Войдя в жандармерию, по выражению лица сержанта Пезаро Бембо сразу понял: что-то случилось. И что-то неприятное. Жандарм быстро провел мысленную ревизию всех своих последних прегрешений и, к собственному удивлению, не обнаружил ничего такого, чтоб могло ему хоть чем-то повредить.
Но то, что он не знал за собой никакой вины (или, по крайней мере, думал, что не знает), его не спасло. Сержант ткнул в его сторону толстым пальцем и проревел:
— Что, считаешь себя таким крутым дерьмовым умником, да?
— Что? Кто? — оторопел Бембо. — Обычно вы называете меня идиотом.
Насколько он помнил, умником его называли в последний раз тогда, когда он накрыл каунианскую шайку в парикмахерской за преступным перекрашиванием волос. И тогда его, наоборот, все хвалили и даже дали премию.

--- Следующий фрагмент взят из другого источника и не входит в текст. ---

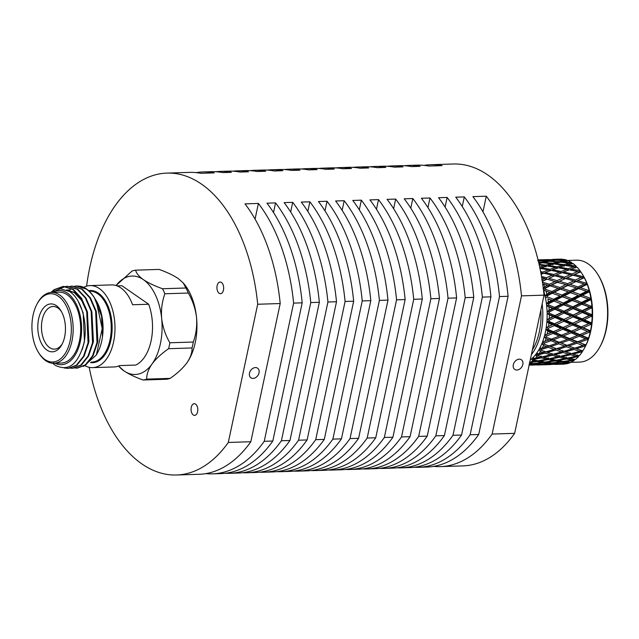 <?xml version="1.0" encoding="UTF-8"?>
<svg xmlns="http://www.w3.org/2000/svg" width="639" height="639" viewBox="0 0 639 639"><rect width="100%" height="100%" fill="white"/><g stroke="black" fill="none" stroke-linecap="round" stroke-linejoin="round"><path stroke-width="0.96" d="M193.282 414.951A5.847 3.371 -91.8 0 0 194.623 415.382A5.847 3.371 -91.8 0 0 197.77 410.605A5.847 3.371 -91.8 0 0 195.59 404.128A5.847 3.371 -91.8 0 0 194.248 403.696A5.847 3.371 -91.8 0 0 191.101 408.473A5.847 3.371 -91.8 0 0 193.282 414.951M219.145 293.277A5.847 3.371 -91.8 0 0 220.487 293.7A5.847 3.371 -91.8 0 0 223.634 288.924A5.847 3.371 -91.8 0 0 221.453 282.446A5.847 3.371 -91.8 0 0 220.112 282.023A5.847 3.371 -91.8 0 0 216.964 286.799A5.847 3.371 -91.8 0 0 219.145 293.277M169.862 342.776A55.114 31.782 88.2 0 1 169.287 345.771A55.114 31.782 88.2 0 1 168.608 348.694C161.611 353.543 156.068 358.671 151.962 364.086A49.251 28.396 -91.8 0 0 161.659 318.462A49.251 28.396 -91.8 0 0 143.368 279.634A49.251 28.396 -91.8 0 0 116.05 285.537L132.025 271.048A55.114 31.782 88.2 0 1 135.652 270.161C136.251 273.173 138.823 276.328 143.368 279.634C148.376 282.933 154.758 285.976 162.506 288.74A55.114 31.782 88.2 0 1 164.878 293.772C162.066 301.512 160.988 309.739 161.659 318.462C162.761 327.152 165.493 335.259 169.862 342.776L193.297 342.033C196.109 334.293 197.179 326.066 196.516 317.351A49.251 28.396 88.2 0 1 195.246 342.64A49.251 28.396 88.2 0 1 186.812 362.976C190.478 357.584 192.219 352.576 192.035 347.951A55.114 31.782 -91.8 0 0 192.714 345.028A55.114 31.782 -91.8 0 0 193.297 342.033M516.919 370.021A5.847 4.393 124.7 0 0 522.398 365.812A5.847 4.393 124.7 0 0 521.4 359.797A5.847 4.393 124.7 0 0 519.219 359.19A5.847 4.393 124.7 0 0 513.74 363.391A5.847 4.393 124.7 0 0 514.746 369.406A5.847 4.393 124.7 0 0 516.919 370.021M253.108 378.408A5.847 4.393 124.7 0 0 258.587 374.206A5.847 4.393 124.7 0 0 257.581 368.184A5.847 4.393 124.7 0 0 255.408 367.577A5.847 4.393 124.7 0 0 249.929 371.778A5.847 4.393 124.7 0 0 250.927 377.793A5.847 4.393 124.7 0 0 253.108 378.408M143.112 379.997C135.356 377.234 128.982 374.198 123.974 370.892L118.598 366.035A49.251 28.396 -91.8 0 0 123.974 370.892A49.251 28.396 -91.8 0 0 151.962 364.086C148.296 369.478 146.555 374.494 146.738 379.119A55.114 31.782 88.2 0 1 143.112 379.997L166.539 379.254A55.114 31.782 -91.8 0 0 170.174 378.368C177.163 373.519 182.706 368.391 186.812 362.976A49.251 28.396 88.2 0 1 186.596 363.279A49.251 28.396 88.2 0 1 186.54 363.359M183.193 282.909L184.072 283.956A49.251 28.396 88.2 0 1 196.516 317.351C195.414 308.653 192.674 300.554 188.313 293.029A55.114 31.782 -91.8 0 0 185.941 287.997L183.193 282.909L178.225 278.524C173.241 275.233 166.859 272.198 159.087 269.418L135.652 270.161M215.742 171.731A151.028 87.088 88.2 0 1 220.024 171.412A151.028 87.088 88.2 0 1 231.374 172.33L222.795 172.61A151.028 87.088 88.2 0 0 211.445 171.683L202.867 171.955A151.028 87.088 88.2 0 1 214.217 172.881L200.814 173.305A151.028 87.088 88.2 0 0 189.463 172.386L166.939 173.097A151.028 87.088 88.2 0 1 257.685 304.252L280.202 303.533L250.831 441.733A151.028 87.088 88.2 0 1 199.064 474.29L176.54 475.001A151.028 87.088 88.2 0 1 89.196 367.313M255.073 219.097L258.396 203.442A151.028 87.088 88.2 0 1 293.613 303.11L264.234 441.309L272.813 441.03L302.191 302.838A151.028 87.088 88.2 0 0 266.974 203.17L275.553 202.898L273.508 212.523M232.9 171.188A151.028 87.088 88.2 0 1 237.181 170.869A151.028 87.088 88.2 0 1 248.539 171.787L239.96 172.059A151.028 87.088 88.2 0 0 228.602 171.14L220.024 171.412M275.553 202.898A151.028 87.088 88.2 0 1 310.77 302.559L319.348 302.287A151.028 87.088 88.2 0 0 284.131 202.627L292.718 202.355L290.665 211.98M280.202 303.533A151.028 87.088 88.2 0 0 244.993 203.873L258.396 203.442M250.057 170.645A151.028 87.088 88.2 0 1 254.346 170.325A151.028 87.088 88.2 0 1 265.696 171.244L257.118 171.516A151.028 87.088 88.2 0 0 245.767 170.597L237.181 170.869M307.83 211.429L309.875 201.804A151.028 87.088 88.2 0 1 345.084 301.472L315.714 439.672L324.292 439.392A151.028 87.088 88.2 0 1 272.518 471.949L263.939 472.221A151.028 87.088 88.2 0 1 259.65 472.181M292.718 202.355A151.028 87.088 88.2 0 1 327.927 302.015L336.505 301.744A151.028 87.088 88.2 0 0 301.296 202.076L309.875 201.804M284.379 169.551A151.028 87.088 88.2 0 1 288.66 169.231A151.028 87.088 88.2 0 1 300.01 170.15L291.432 170.421A151.028 87.088 88.2 0 0 280.082 169.503L271.503 169.774A151.028 87.088 88.2 0 1 282.853 170.693L274.275 170.972A151.028 87.088 88.2 0 0 262.925 170.046L254.346 170.325M324.292 439.392L353.663 301.201A151.028 87.088 88.2 0 0 318.454 201.533L327.032 201.261A151.028 87.088 88.2 0 1 362.241 300.921L370.82 300.649A151.028 87.088 88.2 0 0 335.611 200.989L344.189 200.718L342.145 210.343M327.032 201.261L324.987 210.886M301.536 169.008A151.028 87.088 88.2 0 1 305.817 168.688A151.028 87.088 88.2 0 1 317.168 169.607L308.589 169.878A151.028 87.088 88.2 0 0 297.239 168.96L288.66 169.231M359.302 209.8L361.347 200.167A151.028 87.088 88.2 0 1 396.563 299.835L367.185 438.034L375.764 437.763A151.028 87.088 88.2 0 1 323.997 470.312L315.418 470.584A151.028 87.088 88.2 0 1 311.121 470.544M344.189 200.718A151.028 87.088 88.2 0 1 379.406 300.378L387.985 300.106A151.028 87.088 88.2 0 0 352.768 200.446L361.347 200.167M318.693 168.456A151.028 87.088 88.2 0 1 322.975 168.137A151.028 87.088 88.2 0 1 334.333 169.063L325.754 169.335A151.028 87.088 88.2 0 0 314.396 168.416L305.817 168.688M375.764 437.763L405.142 299.563A151.028 87.088 88.2 0 0 369.925 199.895L378.512 199.624A151.028 87.088 88.2 0 1 413.721 299.292L384.343 437.483L392.921 437.212A151.028 87.088 88.2 0 1 341.154 469.769L332.576 470.04A151.028 87.088 88.2 0 1 328.278 469.992M376.459 209.249L378.512 199.624M353.008 167.37A151.028 87.088 88.2 0 1 357.297 167.051A151.028 87.088 88.2 0 1 368.647 167.969L360.069 168.241A151.028 87.088 88.2 0 0 348.718 167.322L340.14 167.594A151.028 87.088 88.2 0 1 351.49 168.512L342.911 168.784A151.028 87.088 88.2 0 0 331.561 167.865L322.975 168.137M392.921 437.212L422.299 299.012A151.028 87.088 88.2 0 0 387.09 199.352L395.669 199.08A151.028 87.088 88.2 0 1 430.878 298.74L439.456 298.469A151.028 87.088 88.2 0 0 404.247 198.809L412.826 198.529L410.781 208.162M395.669 199.08L393.624 208.705M370.173 166.819A151.028 87.088 88.2 0 1 374.454 166.499A151.028 87.088 88.2 0 1 385.804 167.426L377.226 167.698A151.028 87.088 88.2 0 0 365.875 166.779L357.297 167.051M412.826 198.529A151.028 87.088 88.2 0 1 448.035 298.197L456.613 297.926A151.028 87.088 88.2 0 0 421.405 198.258L429.983 197.986L427.938 207.611M387.33 166.276A151.028 87.088 88.2 0 1 391.611 165.956A151.028 87.088 88.2 0 1 402.961 166.875L394.383 167.154A151.028 87.088 88.2 0 0 383.033 166.228L374.454 166.499M445.095 207.068L447.14 197.443A151.028 87.088 88.2 0 1 482.357 297.103L452.979 435.303L461.558 435.031A151.028 87.088 88.2 0 1 409.791 467.588L401.212 467.86A151.028 87.088 88.2 0 1 396.915 467.812M429.983 197.986A151.028 87.088 88.2 0 1 465.2 297.654L473.779 297.383A151.028 87.088 88.2 0 0 438.562 197.715L447.14 197.443M404.487 165.733A151.028 87.088 88.2 0 1 408.768 165.413A151.028 87.088 88.2 0 1 420.127 166.332L411.548 166.603A151.028 87.088 88.2 0 0 400.19 165.685L391.611 165.956M461.558 435.031L490.936 296.831A151.028 87.088 88.2 0 0 455.719 197.171L464.305 196.9A151.028 87.088 88.2 0 1 499.514 296.56L470.136 434.76L478.715 434.488A151.028 87.088 88.2 0 1 426.948 467.045L418.369 467.317A151.028 87.088 88.2 0 1 414.072 467.269M462.253 206.525L464.305 196.9M424.064 165.373A151.028 87.088 88.2 0 1 430.758 164.71A151.028 87.088 88.2 0 1 442.108 165.637L428.705 166.06A151.028 87.088 88.2 0 0 417.355 165.142L408.768 165.413M482.956 211.852L486.287 196.197A151.028 87.088 88.2 0 1 521.496 295.865L492.126 434.057A151.028 87.088 88.2 0 1 440.359 466.614A151.028 87.088 88.2 0 1 433.641 466.382M430.758 164.71L453.275 163.999A151.028 87.088 88.2 0 1 544.021 295.146L521.496 295.865M492.126 434.057L514.643 433.346A151.028 87.088 88.2 0 1 462.876 465.903L440.359 466.614M470.136 434.76A151.028 87.088 88.2 0 1 418.369 467.317M452.979 435.303A151.028 87.088 88.2 0 1 401.212 467.86M384.055 468.403A151.028 87.088 88.2 0 0 435.822 435.854L444.401 435.574A151.028 87.088 88.2 0 1 392.634 468.131L384.055 468.403A151.028 87.088 88.2 0 1 379.758 468.355M366.898 468.954A151.028 87.088 88.2 0 0 418.665 436.397L427.243 436.125A151.028 87.088 88.2 0 1 375.476 468.675L366.898 468.954A151.028 87.088 88.2 0 1 362.601 468.906M349.733 469.497A151.028 87.088 88.2 0 0 401.508 436.94L410.086 436.669A151.028 87.088 88.2 0 1 358.311 469.226L349.733 469.497A151.028 87.088 88.2 0 1 345.443 469.449M384.343 437.483A151.028 87.088 88.2 0 1 332.576 470.04M367.185 438.034A151.028 87.088 88.2 0 1 315.418 470.584M298.261 471.135A151.028 87.088 88.2 0 0 350.028 438.578L358.607 438.306A151.028 87.088 88.2 0 1 306.84 470.863L298.261 471.135A151.028 87.088 88.2 0 1 293.964 471.087M281.104 471.678A151.028 87.088 88.2 0 0 332.871 439.121L341.45 438.849A151.028 87.088 88.2 0 1 289.683 471.406L281.104 471.678A151.028 87.088 88.2 0 1 276.807 471.63M315.714 439.672A151.028 87.088 88.2 0 1 263.939 472.221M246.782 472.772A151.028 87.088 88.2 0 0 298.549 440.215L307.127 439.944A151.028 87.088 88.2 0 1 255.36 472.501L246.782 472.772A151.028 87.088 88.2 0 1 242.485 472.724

Даже милашка Саффа ненадолго обратила на него внимание.
— Да ты и есть полный идиот! — припечатал Пезаро. — Даже когда умничаешь, ты остаешься полным идиотом!
— Да вы можете нормально объяснить, в чем дело? — огрызнулся Бембо. — Очень хочется узнать поскорее, к какому сорту идиотов я принадлежу.
Пезаро торжественно покачал головой, отчего его жирные щеки заходили ходуном:
— Я оставлю это удовольствие капитану Сассо. На сегодня патрулирование отменяется почти для всех, кроме нескольких ублюдочных счастливчиков. Остальным приказано собраться завтра на рассвете. Там все и узнаешь.
Бембо перепугался. Что затеял Сассо? Не хочет ли он публично высечь его на общем сборе городской жандармерии? Но все попытки жандарма выжать из сержанта хотя бы намек на то, что ожидает его завтра, ни к чему не привели. Тогда он, ругаясь сквозь зубы, побрел в архивный отдел в надежде, что, может, там кто-нибудь да проболтается.
Саффа встретила его насмешливым фырканьем и так быстро отвернулась, что густые рыжие волосы взметнулись тяжелой волной. Но Бембо, к ее глубокому разочарованию, сделал вид, что не обращает на нее внимания, и вышел. Пришлось с горечью признать, что даже если весь участок в курсе того, что скажет Сассо, никто не захочет этим поделиться.
Ничего другого не оставалось, как, терзаясь сомнениями, дожидаться утра.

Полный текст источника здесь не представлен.